Acetylated narrow micropores carbon for CO2 and CH4 adsorption

In this study, a series of microporous carbon bead adsorbents were prepared via the hydrothermal activation of acetyl-rich cellulose acetate with potassium hydroxide at elevated temperatures. The adsorbents were characterized through the use of a range of analytical techniques, including scanning electron microscopy (SEM), X-ray photoelectron spectroscopy (XPS), infrared spectroscopy (FT-IR), X-ray diffraction (XRD), HCS thermodynamic software, and Raman spectroscopy (Raman). The results showed that the surface pores of carbon microspheres were uniformly distributed with homogeneous narrow microporous structure (0.50–1.14 nm) when the acetyl group content was 54.5%, and the narrow micropores pore volume of the adsorbent increased with the increase of the acetyl group content, so that the CAC-54.5–700 had the highest V_{0.50–1.14 nm} (0.47 m³/g), which provided an excellent adsorption site for the adsorption of CH₄ and CO₂, and at the same time The acetyl group provides more oxygen-containing functional groups (C–O), which improves the adsorption capacity and regeneration ability of the adsorbent.

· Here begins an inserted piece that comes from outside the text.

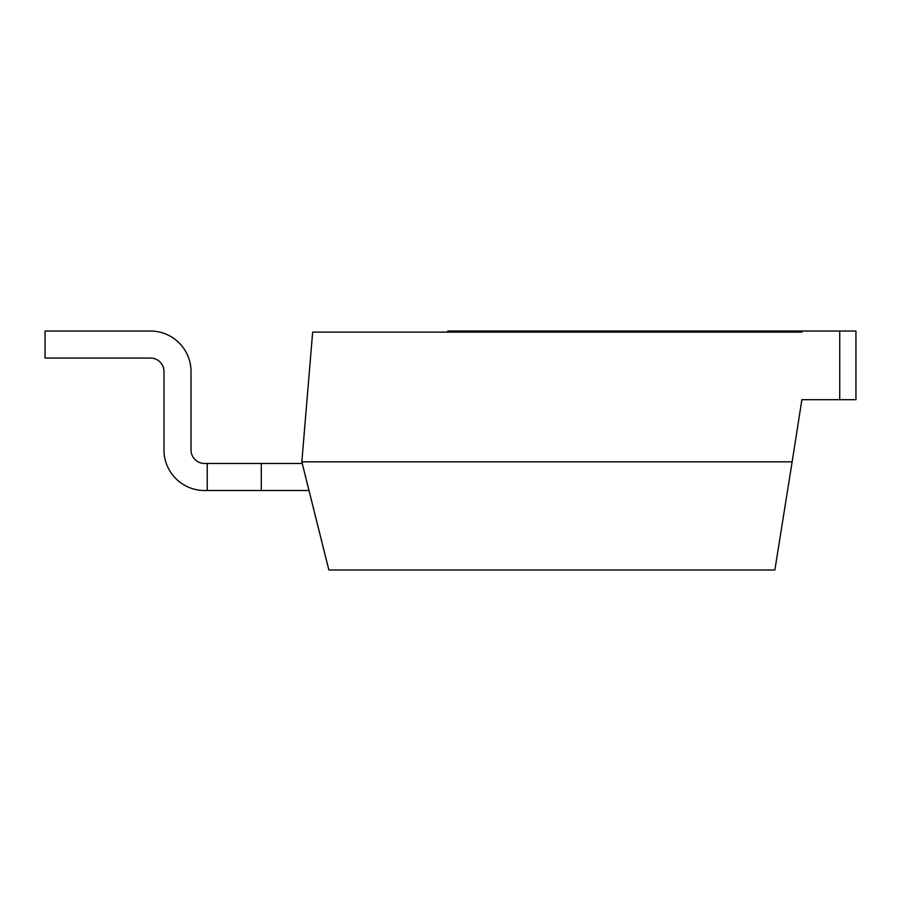 <?xml version="1.0" encoding="UTF-8"?>
<svg xmlns="http://www.w3.org/2000/svg" width="901" height="901" viewBox="0 0 901 901"><rect width="100%" height="100%" fill="white"/><g stroke="black" fill="none" stroke-linecap="round" stroke-linejoin="round"><path stroke-width="1.35" d="M447.797 332.109L447.797 331.027L801.89 331.027L801.89 332.109L312.647 332.109L301.835 461.853L792.137 461.853L801.89 399.684L855.95 399.684L855.95 331.027L839.732 331.027L839.732 399.684M792.137 461.853L774.86 569.973L328.865 569.973L301.835 461.853M801.89 331.027L839.732 331.027M302.24 463.474L204.527 463.474A13.515 13.515 0 0 1 191.012 449.959L191.012 371.572A40.545 40.545 0 0 0 150.467 331.027L45.05 331.027L45.05 358.057L150.467 358.057A13.515 13.515 0 0 1 163.982 371.572L163.982 449.959A40.545 40.545 0 0 0 204.527 490.504L308.998 490.504M150.467 358.057A13.515 13.515 0 0 1 163.982 371.572L163.982 449.959L163.982 371.572A13.515 13.515 0 0 0 150.467 358.057A13.515 13.515 0 0 1 163.982 371.572A13.515 13.515 0 0 0 150.467 358.057A13.515 13.515 0 0 1 163.982 371.572A13.515 13.515 0 0 0 150.467 358.057M204.527 463.474A13.515 13.515 0 0 1 191.012 449.959L191.012 371.572L191.012 449.959A13.515 13.515 0 0 0 204.527 463.474A13.515 13.515 0 0 1 191.012 449.959A13.515 13.515 0 0 0 204.527 463.474A13.515 13.515 0 0 1 191.012 449.959A13.515 13.515 0 0 0 204.527 463.474M261.29 490.504L261.29 463.474M207.23 463.474L207.23 490.504"/></g></svg>

The carbon material CAC-54.5–700 showed excellent selectivity for CO₂ and CH₄ adsorption up to 6.05 mmol/g and 3.18 mmol/g, as well as for CH₄/N₂ (21.6), and the adsorption process conformed to the Freundlich model. After several adsorption–desorption cycles, the adsorption penetration time of CH₄ was stabilized at 804 s/g, and the dynamic adsorption amount of CO₂ was stabilized at 1.6 mmol/g, indicating that the prepared acetylated porous carbon has good potentials for application in CH₄ and CO₂ enrichment.